Ne risulta un affresco impietoso, ma anche confortante. Babilonia si pone come un potente modello della Gerusalemme apostata del giorno d’oggi. Daniele 4:20-22 legge: “L’albero che hai visto, che si fece grande e divenne forte e la cui altezza raggiungeva infine i cieli e che era visibile a tutta la terra, e il cui fogliame era bello, e il cui frutto era abbondante, e dove c’era cibo per tutti, sotto cui dimoravano le bestie della campagna, e sui cui rami risiedevano gli uccelli dei cieli, sei tu o re, perché ti sei fatto grande e sei divenuto forte, e la tua grandezza si è fatta grande e ha raggiunto i cieli, e il tuo dominio l’estremità della terra.”

L’immagine è impressionante e molto rappresentativa.
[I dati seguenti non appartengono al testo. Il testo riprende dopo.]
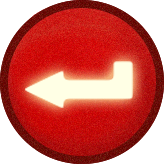
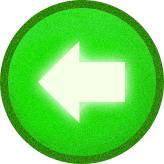
Before/after of a (164, 164) layered artwork. What changed in the layer stack:
showed group "sel" (1st of 2, in "back_btn") (3 layers) over box(0, 0, 164, 164)
painted on "图层 3" (1st of 4, in "back_btn" › "sel") over box(25, 41, 133, 123)
painted on "椭圆 3 副本" (1st of 4, in "back_btn" › "sel") over box(0, 0, 164, 164)
painted on "图层 3 副本 3" (1st of 4, in "back_btn" › "sel") over box(2, 0, 160, 164)
hid group "nor" (1st of 2, in "back_btn") (3 layers) over box(0, 0, 164, 164)
painted on "图层 3" (2nd of 4, in "back_btn" › "nor") over box(25, 41, 133, 123)
painted on "椭圆 3 副本" (2nd of 4, in "back_btn" › "nor") over box(0, 0, 164, 164)
painted on "图层 3 副本 3" (2nd of 4, in "back_btn" › "nor") over box(2, 0, 160, 164)
hid group "nor" (2nd of 2, in "start_btn") (3 layers) over box(0, 0, 164, 164)
painted on "图层 3" (4th of 4, in "start_btn" › "nor") over box(51, 37, 138, 130)
painted on "椭圆 3 副本" (4th of 4, in "start_btn" › "nor") over box(0, 0, 164, 164)
painted on "图层 3 副本 3" (4th of 4, in "start_btn" › "nor") over box(2, 0, 160, 164)

Di cosa? Della situazione odierna della leadership che dirige il popolo di Geova. L’impero del re Nabucodonosor era sì imponente ma il suo dominio non raggiunse mai le effettive estremità della terra. Viceversa le propaggini della Watchtower si sono ramificate dovunque. Non esiste terra che non sia stata raggiunta e che non dipenda dalle cure materne di qualche Bethel locale sparsa nel mondo. L’albero di Daniele perciò era visibile su tutta la terra e dava frutto, cibo abbondante per tutti. Ciò è quanto è avvenuto fin qui. La Watchtover si è rafforzata e ha messo rami e filiali in tutto il mondo. Ma ora l’albero viene tagliato. Ne rimane soltanto un ceppo.
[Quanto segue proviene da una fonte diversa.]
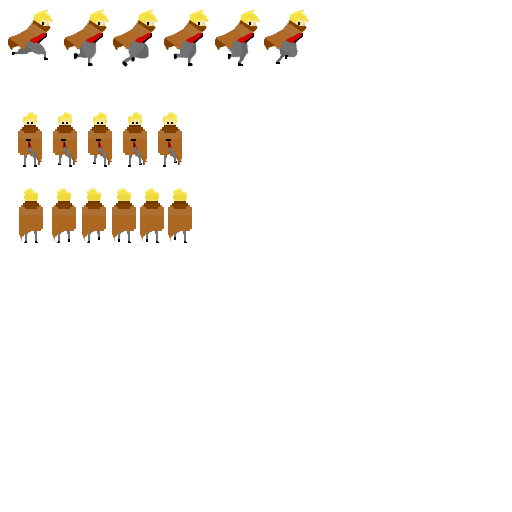
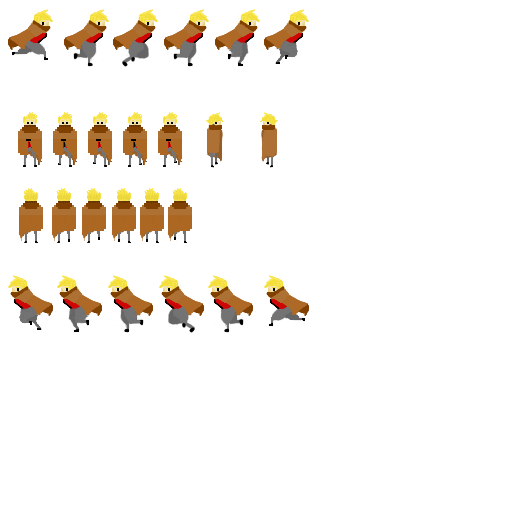
Layers edited between the first and the second 512x512 image:
added layer "Layer 6 copy" above "Layer 17" over [8, 275, 309, 333]
added layer "Layer 19" above "Layer 18" over [215, 112, 278, 168]
added layer "Layer 18" above "Layer 5" over [206, 112, 224, 168]

Naturalmente i tempi dei gentili restano ancora un fronte di guerra. Una successiva scadenza sta per giungere a maturazione. (Rivelazione 11:2) Anche questa fase è in corso di adempimento. Sul modello di Nabucodonosor che, come si narra in Daniele 4:25, 32, dovette affrontare un periodo di sette anni in cui non era savio,  così oggi sono in corso i sette anni della pazzia. Al culmine di questo periodo emergerà con chiarezza la cosa disgustante di Matteo 24:15-16 e di Daniele 9:27. E’ questo un periodo in cui viene alla ribalta l’anticristo e si smaschera il suo comportamento bestiale.
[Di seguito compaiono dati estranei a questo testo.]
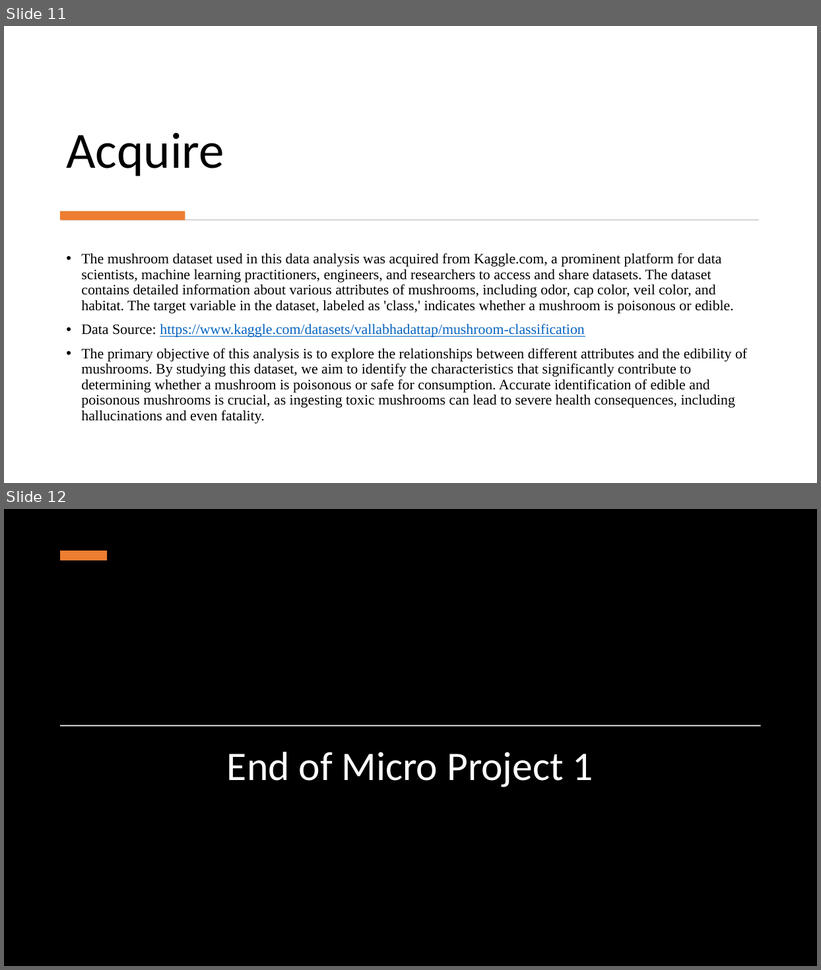
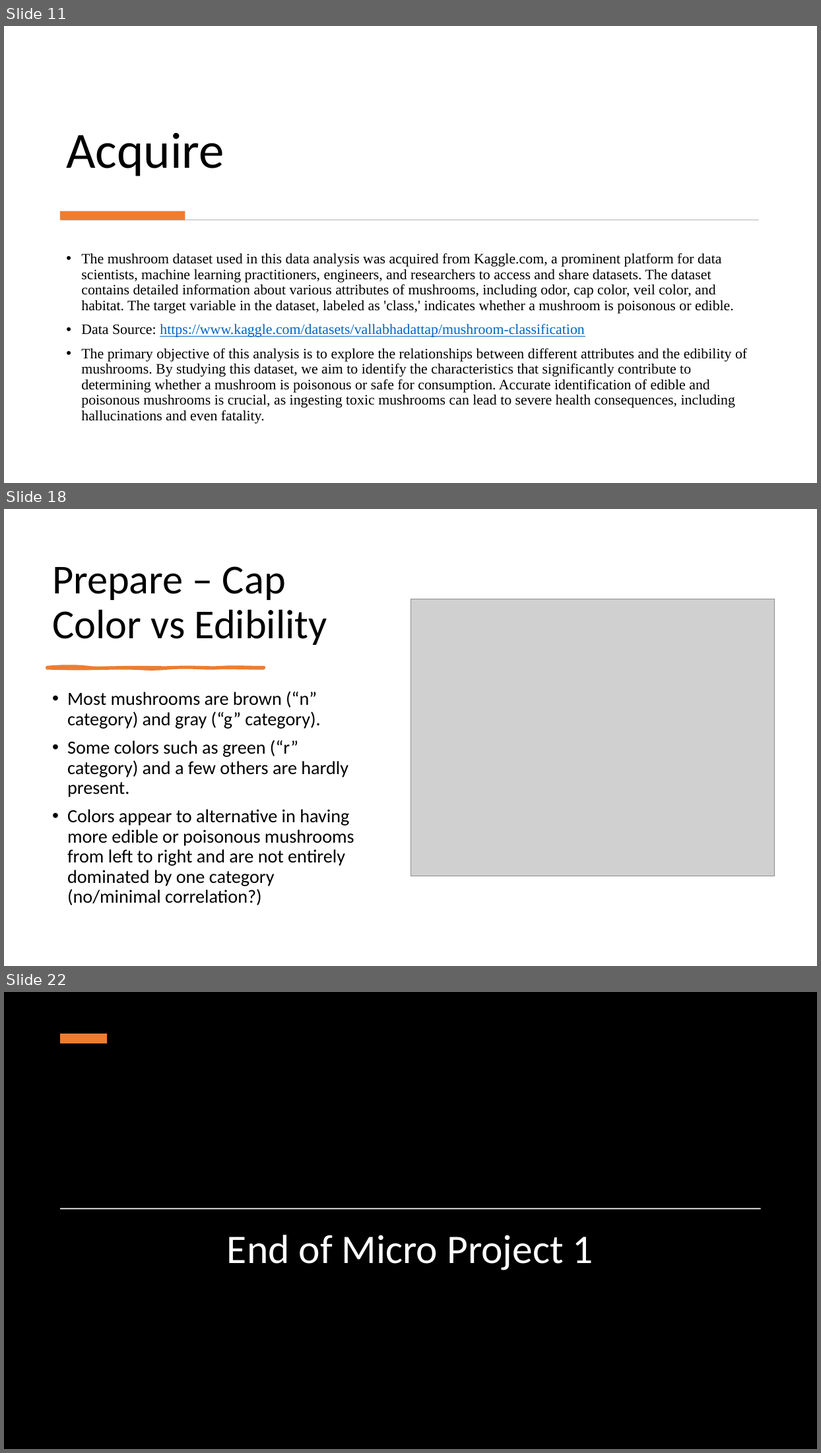
Before and after one commit to elijahcw-git/ANA500-PFDS, a slide deck: Microproject_1/ElijahWalker_ANA500_MP1.pptx. Shown one above the other, each under a label of ours: slides 11 and 12 before the commit, slides 11, 18 and 22 after it; the slides between them are not shown. The pictures are 821x970 and 821x1453 pixels, drawn with LibreOffice and Linux fonts; fonts in the diff are those of the drawing; grey boxes stand for pictures; background and template pictures are left out; a plain dark background stands for a picture behind light text. Boxes give left, top, right and bottom in pixels: in the first picture for what was removed or moved away, otherwise in the second. Text is boxed around its words. In the diff, an @@ line names an element or a change of style, - is before the commit and + after.

Commit message:
Added step 2 - Prepare

```diff
--- a/Microproject_1/ElijahWalker_ANA500_MP1.pptx
+++ b/Microproject_1/ElijahWalker_ANA500_MP1.pptx
@@ slide 18 added at [4, 509, 817, 966], background #FFFFFF @@
@@ title added at [52, 566, 327, 645], 48.6 pt, text #000000 @@
+Prepare – Cap Color vs Edibility
@@ picture added at [411, 599, 775, 876] @@
@@ freeform shape added at [47, 667, 264, 669], fill #ED7D31, outline #ED7D31 3 pt @@
@@ text added at [67, 691, 354, 906], 22 pt, text #000000 @@
+• Most mushrooms are brown (“n” category) and gray (“g” category).
+• Some colors such as green (“r” category) and a few others are hardly present.
+• Colors appear to alternative in having more edible or poisonous mushrooms from left to right and are not entirely dominated by one category (no/minimal correlation?)
@@ what was slide 12 is now slide 22 @@
```
Also in this commit, not shown: 9 other slides added, 1 slide removed, 1 other file.

Perciò non siamo qui per demolire le fondamenta. Quelle vanno salvaguardate. Deve rimanere un ceppo. Daniele scrive: “Tagliate l’albero e rovinatelo. Tuttavia, lasciatene il ceppo stesso con le radici nella terra. Ma con un legame di rame e di ferro, fra l’erba della campagna, e si bagni con la rugiada dei cieli, e la sua porzione sia con le bestie della campagna finché passino su di esso sette tempi stessi.” Daniele 4:23

Isaia al capitolo 6:13 scrive: “E in esso ci sarà ancora un decimo, e dovrà divenire qualcosa da ardere, come un grosso albero massiccio in cui, quando sono abbattuti, ci sia un ceppo; un santo seme ne sarà il ceppo.”

Gioele 1:7 parlando dell’operato di Babilonia sul popolo di Israele, si accende dicendo: “Ha posto la mia vite come oggetto di stupore, e il mio fico come un ceppo. L’ha positivamente spogliato e lo ha gettato via.”

Amos 4:11 legge: “Causai un rovesciamento fra voi, come il rovesciamento di Dio a Sodoma e Gomorra. E diveniste come un ceppo asportato dall’incendio”. Da ultimo Zaccaria scrive di Gerusalemme: “Non è questo un ceppo strappato al fuoco?” Zac 3:2

Perciò un rimanente del rimanente dovrà restare. In Romani 11:1-5 Paolo scrive: “Quindi chiedo: Dio non ha rigettato il suo popolo vi pare? Non sia mai![…] Dio non ha rigettato il suo popolo che prima riconobbe.” Il popolo di Geova è prezioso ai suoi occhi.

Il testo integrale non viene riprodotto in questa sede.